Non-state actors: Multinational corporations and international non-governmental organisations

Publication Type:
Chapter
Citation:
An Introduction to International Relations: Australian Perspectives, 2007, pp. 272 - 282
Issue Date:
2007-01-01
Full metadata record
© Richard Devetak, Anthony Burke, Jim George 2007. Introduction World politics has always had a plurality of players. The key is not so much to determine which have primacy, but how they interact to produce the prevailing order. This chapter is structured around a discussion of multinational corporations (MNCs) and international non-governmental organisations (INGOs) respectively. Each is discussed in terms of first, the degree to which it has transnationalised, second, the extent to which it constitutes a social formation able to exert international agency, and third, the degree to which it is able to marshal political influence and status. It is argued there is no necessary antagonism between state and non-state realms. Instead, relations between state and non-state forces are intermeshed, and shaped by broader systemic conflicts. The chapter charts material class antagonisms that shape the role of MNCs and INGOs, and argues that these generate patterns of transnational contestation within international relations. In the post-Cold War context, globalisation theory made considerable headway. For hyperglobalisationists at least (see chapter 25), newly powerful transnational forces were overwhelming state and interstate incumbents.
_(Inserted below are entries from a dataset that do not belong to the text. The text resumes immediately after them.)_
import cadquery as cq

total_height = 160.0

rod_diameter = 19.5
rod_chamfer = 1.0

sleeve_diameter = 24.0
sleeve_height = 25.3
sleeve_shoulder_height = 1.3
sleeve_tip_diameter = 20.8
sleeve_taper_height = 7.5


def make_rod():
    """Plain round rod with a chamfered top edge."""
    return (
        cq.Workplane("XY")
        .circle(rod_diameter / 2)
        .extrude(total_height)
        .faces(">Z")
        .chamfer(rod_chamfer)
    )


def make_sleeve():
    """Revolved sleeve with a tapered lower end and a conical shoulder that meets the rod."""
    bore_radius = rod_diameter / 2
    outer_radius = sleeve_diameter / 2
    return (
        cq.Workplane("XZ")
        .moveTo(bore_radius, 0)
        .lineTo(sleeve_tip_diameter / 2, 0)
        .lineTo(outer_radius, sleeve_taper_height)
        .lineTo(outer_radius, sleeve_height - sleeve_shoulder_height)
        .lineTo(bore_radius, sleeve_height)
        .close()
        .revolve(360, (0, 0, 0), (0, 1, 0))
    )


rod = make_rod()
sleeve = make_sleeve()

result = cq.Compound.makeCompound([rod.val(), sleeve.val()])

With US power embedded in a range of interstate frameworks, a model of multilateral unipolarity appeared to be emerging – a model wherein US dominance was embedded in and restrained by a network of multilateral institutions. More recently we have seen the advent of a significantly more unilateralist unipolarity, as the US increasingly disengaged itself from multilateral institutions by adopting exceptionalist and preemptive doctrines. The consequences for globalisation theory have been wide-ranging.